Non ci prolunghiamo sulla contestazione in via Bagutta, poiché sono già disponibili in rete ampi resoconti giornalistici, che peraltro testimoniano il carattere assolutamente pacifico della protesta.
E non si tratta nemmeno della prima contestazione del programma militar-scolastico, voluto fortemente dai ministri La Russa e Gelmini, che ha come finalità la diffusione della cultura militare nelle aule scolastiche, impegnando studenti minorenni in attività quali “corsi di sopravvivenza in ambienti ostili” o formazione di “pattuglie di studenti”.

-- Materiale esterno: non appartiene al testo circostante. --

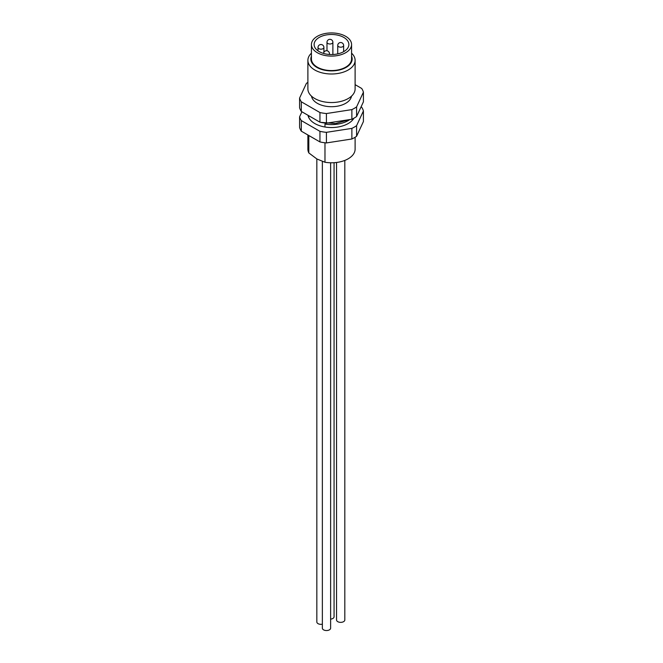 <?xml version="1.0" encoding="UTF-8"?>
<svg xmlns="http://www.w3.org/2000/svg" width="663" height="663" viewBox="0 0 663 663"><rect width="100%" height="100%" fill="white"/><g stroke="black" fill="none" stroke-linecap="round" stroke-linejoin="round"><path stroke-width="0.99" d="M322.359 624.206A4.135 2.387 180 0 1 316.831 621.96L316.831 158.946M334.069 162.7L334.069 616.781A4.135 2.387 180 0 1 332.859 618.463A4.135 2.387 180 0 1 330.622 619.126M344.818 160.413L344.818 619.971A4.135 2.387 180 0 1 343.608 621.654A4.135 2.387 180 0 1 339.1 622.176A4.135 2.387 180 0 1 336.547 619.971L336.547 162.468M330.622 162.775L330.622 628.159A4.135 2.387 180 0 1 329.412 629.85A4.135 2.387 180 0 1 324.911 630.364A4.135 2.387 180 0 1 322.359 628.159L322.359 161.474M343.79 37.418A17.379 10.028 0 0 0 324.853 35.247A17.379 10.028 0 0 0 314.121 44.512A17.379 10.028 0 0 0 319.21 51.606A17.379 10.028 0 0 0 338.147 53.786A17.379 10.028 0 0 0 348.879 44.512A17.379 10.028 0 0 0 343.79 37.418M311.428 44.512L311.428 58.974A20.072 11.586 0 0 0 317.312 67.162A20.072 11.586 0 0 0 339.183 69.681A20.072 11.586 0 0 0 351.572 58.974L351.572 44.512A20.072 11.586 0 0 0 345.688 36.324A20.072 11.586 0 0 0 323.817 33.813A20.072 11.586 0 0 0 311.428 44.512A20.072 11.586 0 0 0 317.312 52.709A20.072 11.586 0 0 0 339.183 55.22A20.072 11.586 0 0 0 351.572 44.512M311.428 56.14A20.661 11.926 0 0 0 316.889 67.411A20.661 11.926 0 0 0 341.627 69.366A20.661 11.926 0 0 0 351.572 56.14M311.428 53.181A23.611 13.633 0 0 0 307.889 60.366A23.611 13.633 0 0 0 314.801 70.005A23.611 13.633 0 0 0 340.533 72.955A23.611 13.633 0 0 0 355.111 60.366A23.611 13.633 0 0 0 351.572 53.181M307.889 60.366L307.889 88.908A23.611 13.633 0 0 0 314.801 98.547A23.611 13.633 0 0 0 340.533 101.505A23.611 13.633 0 0 0 355.111 88.908L355.111 60.366M311.511 96.168A20.072 11.586 0 0 0 317.312 103.312A20.072 11.586 0 0 0 338.337 106.014A20.072 11.586 0 0 0 351.489 96.168M307.889 82.378A32.321 18.663 0 0 0 306.405 83.364L299.585 98.058L299.585 107.696A32.321 18.663 0 0 0 301.309 111.425L319.947 122.191A32.321 18.663 0 0 0 326.411 123.185L351.871 119.249A32.321 18.663 0 0 0 356.595 116.514L363.415 101.82L363.415 92.182A32.321 18.663 0 0 0 361.691 88.452L355.111 84.657M301.309 111.425L301.309 101.787L319.947 112.544A32.321 18.663 0 0 0 326.411 113.547L351.871 109.61A32.321 18.663 0 0 0 356.595 106.876L363.415 92.182M299.585 98.058A32.321 18.663 0 0 0 301.309 101.787M319.947 122.191L319.947 112.544M326.411 123.185L326.411 113.547M351.871 119.249L351.871 109.61M356.595 116.514L356.595 106.876M307.889 134.97L307.889 149.15A23.611 13.633 0 0 0 308.809 152.921L316.889 158.979L324.978 162.253A23.611 13.633 0 0 0 355.111 149.15L355.111 137.249M308.809 115.909L308.809 117.674M308.809 135.501L308.809 152.921M324.978 127.006L324.978 124.072A23.611 13.633 0 0 0 349.824 119.564M324.978 162.253L324.978 142.785M353.901 118.213A23.611 13.633 180 0 1 314.801 123.542A23.611 13.633 180 0 1 308.013 115.296M361.07 106.876L361.691 107.232A32.321 18.663 180 0 1 363.415 110.961L363.415 121.569L356.595 136.263A32.321 18.663 180 0 1 351.871 138.998L326.411 142.935A32.321 18.663 180 0 1 319.947 141.932L301.309 131.175A32.321 18.663 180 0 1 299.585 127.445L299.585 116.845L301.93 111.782M363.415 110.961L356.595 125.663A32.321 18.663 180 0 1 351.871 128.39L326.411 132.335A32.321 18.663 180 0 1 319.947 131.332L301.309 120.575A32.321 18.663 180 0 1 299.585 116.845M356.595 136.263L356.595 125.663M351.871 138.998L351.871 128.39M326.411 142.935L326.411 132.335M319.947 141.932L319.947 131.332M301.309 131.175L301.309 120.575M337.732 45.482A2.95 2.95 0 0 1 342.158 42.921A2.95 2.95 0 0 1 343.633 45.482A2.95 1.707 180 0 1 342.771 46.683A2.95 1.707 180 0 1 338.594 46.683A2.95 1.707 180 0 1 337.732 45.482L337.732 53.877M326.983 42.283A2.95 2.95 0 0 1 331.409 39.73A2.95 2.95 0 0 1 332.884 42.283A2.95 1.707 180 0 1 332.022 43.493A2.95 1.707 180 0 1 327.845 43.493A2.95 1.707 180 0 1 326.983 42.283L326.983 50.761M318.008 47.463A2.95 2.95 0 0 1 322.433 44.91A2.95 2.95 0 0 1 323.909 47.463A2.95 1.707 180 0 1 323.047 48.672A2.95 1.707 180 0 1 318.878 48.672A2.95 1.707 180 0 1 318.008 47.463L318.008 50.836M323.552 53.438A2.95 2.95 0 0 1 327.97 51.117A2.95 2.95 0 0 1 329.445 53.67A2.95 1.707 180 0 1 329.113 54.449M349.119 119.672L335.47 123.567L320.536 122.315M319.798 122.1L308.486 115.569M332.884 42.283L332.884 54.515M323.909 47.463L323.909 52.236M329.445 53.67L329.445 54.474M343.633 45.482L343.633 51.697"/></g></svg>

Anzi, il coro di critiche era talmente ampio, che il Ministro La Russa, sebbene con tanti giri di parole, aveva dovuto annunciare che a partire dal prossimo anno scolastico l’iniziativa non sarebbe più stata replicata. Insomma, ha dovuto fare buon viso a cattivo gioco.
Ma evidentemente non l’avevano preso bene al Ministero della Difesa e qualcuno andava marzialmente punito. Esageriamo? Forse sì, ma rimangono i fatti che giustificano più di un dubbio.
Infatti, gli studenti sono stati intercettati in piazza Duomo, cioè lontano dal luogo della protesta, da un reparto mobile dell’Arma dei Carabinieri, mentre erano temporaneamente assenti i responsabili di piazza della Questura. Lì sono stati fatti oggetto di un violento e, dal punto di vista dell’ordine pubblico, ingiustificato ed eccessivo intervento, a base di manganellate.
Infine, e in omaggio a una nota massima andreottiana, va ricordato l’ultra-tempestivo comunicato stampa del vicesindaco De Corato, ex-missino come il Ministro della Difesa, talmente pieno zeppo di insulti e livore contro gli odiati centri sociali, da risultare palesemente sproporzionato rispetto all’entità della protesta di questa mattina. Insomma, sembra quasi un tentativo di giustificare ex post l’ingiustificabile.
Chiediamo pertanto ai responsabili dell’ordine pubblico della nostra città, cioè al Questore e al Prefetto, di intervenire affinché venga ristabilito il rispetto della legge e il senso delle proporzioni.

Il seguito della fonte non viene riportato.